Every year, especially during Plastic-free July, we all get a load of plastics education – such as that ±380m tons of plastic are produced globally, only about 9% of that is recycled; and it takes 400-450 years before plastic starts to decompose. Plastic pollution clogs landfills, rivers and oceans, and causes immense harm to wildlife.
Are bioplastic technologies the solution? Well yes, in that they can break down naturally. However, bioplastics are made from agricultural produce (e.g. sugar cane), which channels agricultural production away from food.

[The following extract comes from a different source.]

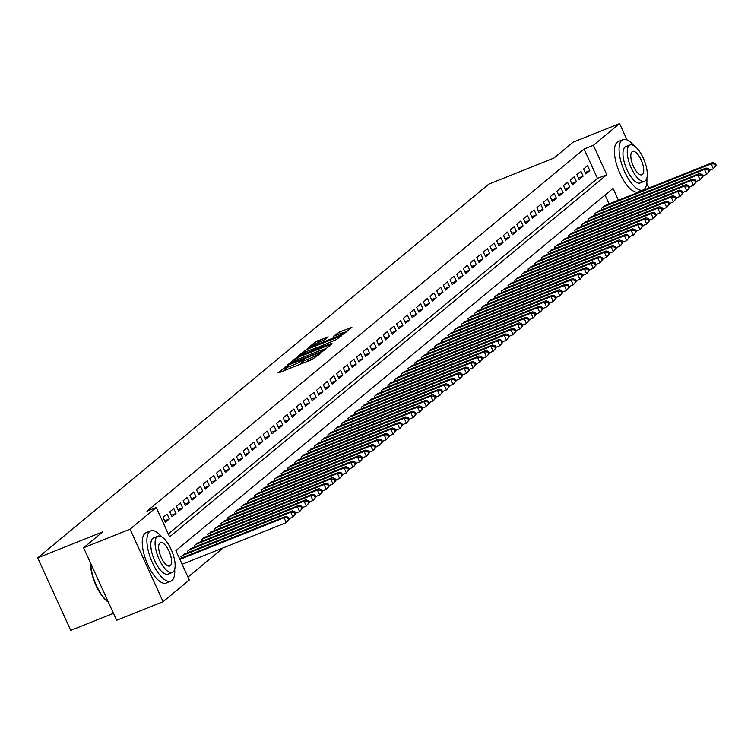 <?xml version="1.0" encoding="UTF-8"?>
<svg xmlns="http://www.w3.org/2000/svg" width="754" height="754" viewBox="0 0 754 754"><rect width="100%" height="100%" fill="white"/><g stroke="black" fill="none" stroke-linecap="round" stroke-linejoin="round"><path stroke-width="1.13" d="M286.746 366.18L278.047 372.834L279.216 372.646L312.062 359.517L321.506 352.476L318.047 354.248A6.805 0.773 -24.5 0 1 310.111 358.32L307.378 359.413A6.805 0.773 -24.5 0 1 303.278 360.497A6.805 0.773 -24.5 0 1 303.636 360.007L304.616 359.158L303.721 359.394L301.082 361.034A6.805 0.773 -24.5 0 1 293.146 365.106L290.403 366.199A6.805 0.773 -24.5 0 1 286.303 367.283A6.805 0.773 -24.5 0 1 286.661 366.793L287.642 365.944L286.746 366.18M286.859 368.48L283.692 370.864M303.824 361.703L301.977 362.994L301.082 361.034M328.16 336.84L315.295 341.977L307.453 348.536L344.06 333.796L351.901 327.236L339.488 332.024L333.588 336.19L340.384 333.645A5.693 0.641 -24.5 0 1 343.815 332.74A5.693 0.641 -24.5 0 1 336.887 336.548L315.257 345.191A5.693 0.641 -24.5 0 1 311.836 346.105A5.693 0.641 -24.5 0 1 318.763 342.288L324.851 339.583L328.16 336.84M618.403 200.234L613.03 188.425L175.899 550.599L189.301 579.996L163.109 601.701L116.634 620.278L83.581 547.762L102.77 531.862L37.7 557.875L488.837 184.099L553.907 158.086L573.097 142.186L619.571 123.609L627.008 139.933M83.581 547.762L130.056 529.185L156.257 507.48L169.65 536.876L606.772 174.711L593.379 145.305L619.571 123.609M168.331 533.983L597.479 178.425L584.077 149.028L146.955 511.193L156.257 507.48M584.077 149.028L593.379 145.305M297.396 357.584L294.918 358.857L287.189 365.266L288.358 365.077L321.204 351.948L323.683 350.676L331.524 344.116L297.396 357.584L298.169 359.281M297.378 356.821L305.106 350.422L307.585 349.149L341.713 335.681L335.813 339.847L320.007 346.444L317.707 348.414L331.939 343.287L297.453 356.991M167.115 514.068L163.109 517.385L165.343 522.286L169.348 518.969L167.115 514.068M173.788 508.545L169.782 511.862L172.016 516.754L176.021 513.436L173.788 508.545M180.46 503.012L176.455 506.33L178.689 511.231L182.694 507.913L180.46 503.012M187.133 497.48L183.128 500.797L185.361 505.698L189.367 502.381L187.133 497.48M193.806 491.957L189.801 495.274L192.034 500.166L196.04 496.848L193.806 491.957M200.479 486.424L196.474 489.742L198.707 494.643L202.713 491.325L200.479 486.424M207.152 480.892L203.156 484.209L205.38 489.11L209.386 485.793L207.152 480.892M213.825 475.369L209.829 478.686L212.062 483.578L216.059 480.26L213.825 475.369M220.507 469.836L216.502 473.154L218.735 478.055L222.732 474.737L220.507 469.836M227.18 464.304L223.175 467.621L225.408 472.522L229.414 469.205L227.18 464.304M233.853 458.781L229.847 462.098L232.081 466.99L236.087 463.672L233.853 458.781M240.526 453.248L236.52 456.566L238.754 461.467L242.76 458.149L240.526 453.248M247.199 447.716L243.193 451.033L245.427 455.934L249.433 452.617L247.199 447.716M253.872 442.193L249.866 445.51L252.1 450.402L256.106 447.084L253.872 442.193M260.545 436.66L256.539 439.978L258.773 444.879L262.778 441.561L260.545 436.66M267.218 431.128L263.212 434.445L265.446 439.346L269.451 436.029L267.218 431.128M273.891 425.605L269.885 428.922L272.119 433.814L276.124 430.496L273.891 425.605M280.563 420.072L276.558 423.39L278.791 428.291L282.797 424.973L280.563 420.072M287.236 414.54L283.24 417.857L285.464 422.758L289.47 419.441L287.236 414.54M293.909 409.017L289.913 412.334L292.147 417.226L296.143 413.908L293.909 409.017M300.592 403.484L296.586 406.802L298.82 411.703L302.816 408.385L300.592 403.484M307.264 397.952L303.259 401.269L305.493 406.17L309.498 402.853L307.264 397.952M313.937 392.429L309.932 395.746L312.165 400.638L316.171 397.32L313.937 392.429M320.61 386.896L316.605 390.214L318.838 395.115L322.844 391.797L320.61 386.896M327.283 381.364L323.277 384.681L325.511 389.582L329.517 386.265L327.283 381.364M333.956 375.841L329.95 379.158L332.184 384.05L336.19 380.732L333.956 375.841M340.629 370.308L336.623 373.626L338.857 378.527L342.863 375.209L340.629 370.308M347.302 364.776L343.296 368.093L345.53 372.994L349.536 369.677L347.302 364.776M353.975 359.253L349.969 362.57L352.203 367.462L356.208 364.144L353.975 359.253M360.648 353.72L356.642 357.038L358.876 361.939L362.881 358.621L360.648 353.72M367.321 348.188L363.315 351.505L365.549 356.406L369.554 353.089L367.321 348.188M373.993 342.665L369.997 345.982L372.222 350.874L376.227 347.556L373.993 342.665M380.666 337.132L376.67 340.45L378.904 345.351L382.9 342.033L380.666 337.132M387.349 331.6L383.343 334.917L385.577 339.818L389.573 336.501L387.349 331.6M394.022 326.077L390.016 329.394L392.25 334.295L396.255 330.978L394.022 326.077M400.694 320.544L396.689 323.862L398.923 328.763L402.928 325.445L400.694 320.544M407.367 315.012L403.362 318.329L405.595 323.23L409.601 319.913L407.367 315.012M414.04 309.489L410.035 312.806L412.268 317.707L416.274 314.39L414.04 309.489M420.713 303.956L416.708 307.274L418.941 312.175L422.947 308.857L420.713 303.956M427.386 298.424L423.38 301.741L425.614 306.642L429.62 303.325L427.386 298.424M434.059 292.901L430.053 296.218L432.287 301.119L436.293 297.802L434.059 292.901M440.732 287.368L436.726 290.686L438.96 295.587L442.966 292.269L440.732 287.368M447.405 281.836L443.399 285.153L445.633 290.054L449.638 286.737L447.405 281.836M454.078 276.313L450.072 279.63L452.306 284.531L456.311 281.214L454.078 276.313M460.751 270.78L456.754 274.098L458.979 278.999L462.984 275.681L460.751 270.78M467.423 265.248L463.427 268.565L465.661 273.466L469.657 270.149L467.423 265.248M474.106 259.725L470.1 263.042L472.334 267.943L476.33 264.626L474.106 259.725M480.779 254.192L476.773 257.51L479.007 262.411L483.012 259.093L480.779 254.192M487.452 248.66L483.446 251.977L485.68 256.878L489.685 253.561L487.452 248.66M494.124 243.137L490.119 246.454L492.353 251.355L496.358 248.038L494.124 243.137M500.797 237.604L496.792 240.922L499.025 245.823L503.031 242.505L500.797 237.604M507.47 232.072L503.465 235.389L505.698 240.29L509.704 236.973L507.47 232.072M514.143 226.549L510.138 229.866L512.371 234.767L516.377 231.45L514.143 226.549M520.816 221.016L516.81 224.334L519.044 229.235L523.05 225.917L520.816 221.016M527.489 215.484L523.483 218.801L525.717 223.702L529.723 220.385L527.489 215.484M534.162 209.961L530.156 213.278L532.39 218.179L536.396 214.862L534.162 209.961M540.835 204.428L536.829 207.746L539.063 212.647L543.069 209.329L540.835 204.428M547.508 198.896L543.511 202.213L545.736 207.114L549.741 203.797L547.508 198.896M554.181 193.373L550.184 196.69L552.418 201.591L556.414 198.274L554.181 193.373M560.863 187.84L556.857 191.158L559.091 196.059L563.087 192.741L560.863 187.84M567.536 182.308L563.53 185.625L565.764 190.526L569.77 187.209L567.536 182.308M574.209 176.785L570.203 180.102L572.437 185.003L576.442 181.686L574.209 176.785M580.882 171.252L576.876 174.57L579.11 179.471L583.115 176.153L580.882 171.252M585.783 173.938L589.788 170.621L587.554 165.72L583.549 169.037L585.783 173.938M187.982 577.102L223.354 547.8M609.109 203.948L605.047 195.041M181.61 557.979L180.969 556.584L185.173 553.69M188.283 552.446L187.652 551.061L191.846 548.158M194.956 546.923L194.325 545.528L198.519 542.635M201.629 541.391L200.998 539.996L205.192 537.102M208.302 535.858L207.67 534.473L211.865 531.579M214.975 530.335L214.343 528.94L218.537 526.047M221.648 524.803L221.016 523.408L225.21 520.514M228.321 519.27L227.689 517.885L231.883 514.991M234.994 513.747L234.362 512.352L238.556 509.459M241.666 508.215L241.035 506.82L245.238 503.926M248.349 502.682L247.708 501.297L251.911 498.403M255.022 497.159L254.381 495.764L258.584 492.871M261.695 491.627L261.054 490.232L265.257 487.338M268.367 486.094L267.727 484.709L271.93 481.815M275.04 480.571L274.409 479.176L278.603 476.283M281.713 475.039L281.082 473.644L285.276 470.75M288.386 469.506L287.755 468.121L291.949 465.227M295.059 463.983L294.428 462.588L298.622 459.695M301.732 458.451L301.1 457.056L305.295 454.162M308.405 452.918L307.773 451.533L311.968 448.639M315.078 447.395L314.446 446L318.64 443.107M321.751 441.863L321.119 440.468L325.313 437.574M328.433 436.33L327.792 434.945L331.996 432.051M335.106 430.807L334.465 429.412L338.669 426.519M341.779 425.275L341.138 423.88L345.341 420.986M348.452 419.742L347.811 418.357L352.014 415.463M355.125 414.219L354.493 412.824L358.687 409.931M361.797 408.687L361.166 407.292L365.36 404.398M368.47 403.154L367.839 401.769L372.033 398.875M375.143 397.631L374.512 396.236L378.706 393.343M381.816 392.099L381.185 390.704L385.379 387.81M388.489 386.566L387.858 385.181L392.052 382.287M395.162 381.043L394.531 379.648L398.725 376.755M401.835 375.511L401.203 374.116L405.398 371.222M408.508 369.978L407.876 368.593L412.07 365.699M415.19 364.455L414.549 363.06L418.753 360.167M421.863 358.923L421.222 357.528L425.426 354.634M428.536 353.39L427.895 352.005L432.099 349.111M435.209 347.867L434.568 346.472L438.771 343.579M441.882 342.335L441.25 340.94L445.444 338.046M448.555 336.802L447.923 335.417L452.117 332.523M455.228 331.279L454.596 329.884L458.79 326.991M461.9 325.747L461.269 324.352L465.463 321.458M468.573 320.214L467.942 318.829L472.136 315.935M475.246 314.691L474.615 313.296L478.809 310.403M481.919 309.159L481.288 307.764L485.482 304.87M488.592 303.626L487.961 302.241L492.155 299.347M495.265 298.103L494.633 296.708L498.828 293.815M501.947 292.571L501.306 291.176L505.51 288.282M508.62 287.038L507.979 285.653L512.183 282.759M515.293 281.515L514.652 280.12L518.856 277.227M521.966 275.983L521.325 274.588L525.529 271.694M528.639 270.45L528.007 269.065L532.201 266.171M535.312 264.927L534.68 263.532L538.874 260.639M541.985 259.395L541.353 258L545.547 255.106M548.658 253.862L548.026 252.477L552.22 249.583M555.33 248.339L554.699 246.944L558.893 244.051M562.003 242.807L561.372 241.412L565.566 238.518M568.676 237.274L568.045 235.889L572.239 232.995M575.349 231.751L574.718 230.356L578.912 227.463M582.022 226.219L581.391 224.824L585.594 221.93M588.704 220.686L588.063 219.301L592.267 216.407M595.377 215.163L594.736 213.768L598.94 210.875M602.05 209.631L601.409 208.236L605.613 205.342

Researchers are turning more attention to waste sources, putting waste material to good use that would need to be disposed of anyway. Some interesting stuff is emerging:
- A biodegradable alternative for polyurethanes has been developed from the waste from fish processing: fish heads, bones, skin and guts
- A lignocellulosic bioplastic can be made from wood powder, which is a common waste product
- A pilot project has converted soy molasses, which cannot be used as food, into lactic acid, which is then polymerised into polylactic acid (PLA).
Plastic waste-to-fuel technology has also received a boost: a new approach applies two catalysts (zeolite and platinum) to single-use plastics which can typically not be recycled; and it works at lower temperatures (previous efforts needed high heat and were very energy intensive). The researchers have reported a maximum liquid yield of 85% of the original material used.
There’s immense potential at both sides of this value chain, from product design to packaging for sale. We’re very much looking forward to further developments in this space.